Antithesis: An easy way to sound profound


Naughty gets you straight into presentation heaven, and antithesis proves it.

Antithesis injects poetry into your presentation. In the words of Mark Forsyth, author of the fabulous “The Elements of Eloquence”, it lets you sound profound even when stating “the bleeding obvious”.

In the world of rhetoric, antithesis is fracking; unsubtle but highly effective.

To create antithesis, take two loosely opposing statements and yoke them together. For example, from Mr. Charles Dickens:

“It was the best of times, it was the worst of times.” 

Let’s apply that approach to something simple, such as the weather. Right now I’m looking out of the window of a New England coffee-shop. It’s snowing:

“It was exciting weather, it was depressing weather.”

Profound, if confusingly vague. You might be wondering what use is a technique so muzzy to a business presenter, so let’s step it up a gear:

“Some solutions work perfectly. Other solutions do not.”

As Mark Forsyth suggests, this is indeed “the bleeding obvious” but it’s a wonderful jumping-off spot from which you can now talk about how your own solution belongs firmly in the former category.

“Some initiative are destined to soar, while others are doomed to sink.”

“There are days when it all goes smoothly. There are days when it all falls apart.”

Now try taking commonplace sayings and using poetic license to cheat your way to something witty:

For example,

“A stitch in time saves nine. A stitch in 19 suggests paranoia”

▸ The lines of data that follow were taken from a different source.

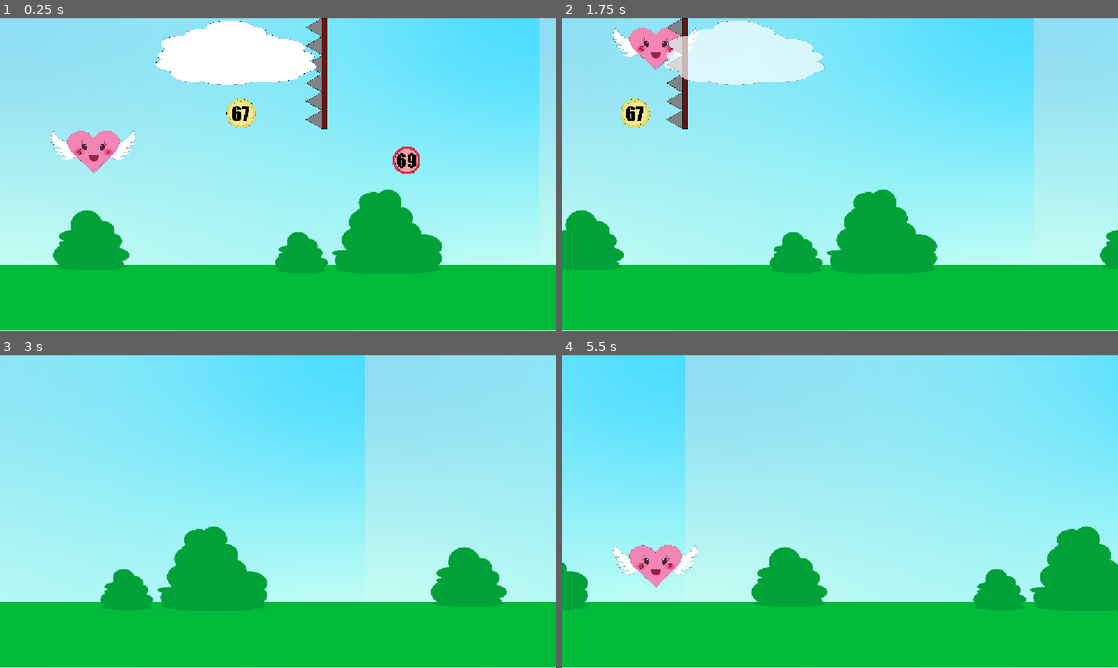
Above: before the commit, frames 1-4 (two rows, left to right).
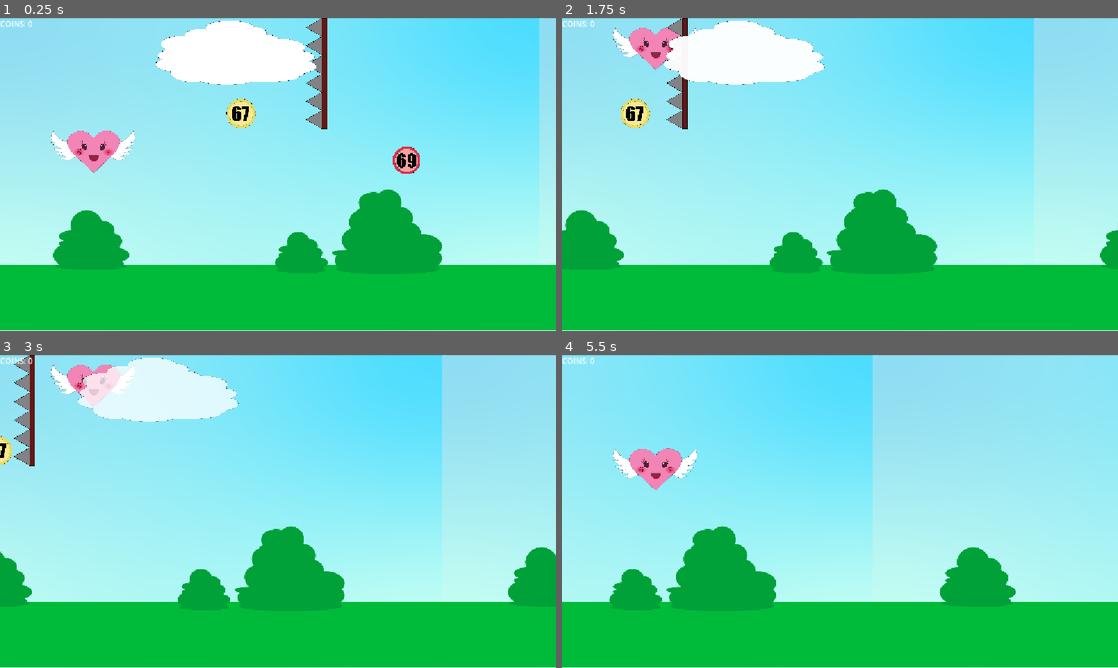
Above: after the commit, the same moments.

Repository: leadomic0909/bounce-back-67
Game: Godot game, scene res://BounceBack67.tscn
Two runs of this game, one before a commit and one after it. Both use one fixed random seed, a clock stepped at 60 frames per second and the inputs below.
Inputs:
- Up to frame 1 (0.25 s): no input
- Up to frame 2 (1.75 s): hold Up (ui_up) 0.53-1.28 s; hold Down (ui_down) from 1.28 s (still down)
- Up to frame 3 (3 s): release Down (ui_down) at 2.03 s; hold Up (ui_up) from 2.03 s (still down)
- Up to frame 4 (5.5 s): release Up (ui_up) at 3.53 s; hold Down (ui_down) from 3.53 s (still down)

The runs differ from the first frame. In frame 1, less than 0.1% of the frame differs, in the area x 0-6%, y 0-3%; in frame 2, 4.3%; in frame 3, 24%; in frame 4, 42%, in the area x 0-100%, y 0-82%.
Error before the commit: Invalid assignment of property or key 'text' with value of type 'String' on a base object of type 'null instance'. (res://coin_67,69.gd:29)

Commit message:
oblak

Diff:
--- a/BounceBack67.tscn
+++ b/BounceBack67.tscn
@@ -94,9 +94,9 @@
 scale = Vector2(0.1501305, 0.15013048)
 shape = SubResource("CircleShape2D_pv2l2")
 
-[node name="CanvasLayer" type="CanvasLayer" parent="." unique_id=252889850]
+[node name="UI" type="CanvasLayer" parent="." unique_id=252889850]
 
-[node name="count67" type="Label" parent="CanvasLayer" unique_id=1506052109]
+[node name="Count" type="Label" parent="UI" unique_id=1506052109]
 offset_right = 72.0
 offset_bottom = 42.0
 
--- a/oblak.gd
+++ b/oblak.gd
@@ -22,7 +22,7 @@
 		body.set_process_input(false)
 
 		var tween = create_tween()
-		tween.tween_property(self, "modulate:a", 0.0, 0.4)
+		tween.tween_property(self, "modulate:a", 0.0, 3.0)
 
 		await tween.finished
 
--- a/player.gd
+++ b/player.gd
@@ -9,7 +9,7 @@
 	slow_active = true
 	Engine.time_scale = 0.5
 
-	await get_tree().create_timer(0.4, true, false, true).timeout
+	await get_tree().create_timer(3.0, true, false, true).timeout
 
 	Engine.time_scale = 2.0
 	print("Normalna brzina vraćena")
@@ -39,5 +39,5 @@
 
 	if body.name == "Player":
 		Engine.time_scale = 0.5
-		await get_tree().create_timer(0.4, true, false, true).timeout
+		await get_tree().create_timer(3.0, true, false, true).timeout
 		Engine.time_scale = 2.0

“To forgive is divine. To want payback is human.”

….and our entry point:

“If the road to hell is paved with good intentions, is the path to heaven paved with naughty thoughts?” 

These final examples aren’t the world’s strictest examples of antithesis, but they have a certain fun quality to them. They take a commonplace saying, from which everybody assumes a certain sentiment (smugness and/or condescension), and then flip that sentiment on it’s back for a surprise ending. Surprise endings are good. They keep the audience engaged and make things memorable.

Presentations remembered use techniques like antithesis. Presentations forgotten, do not.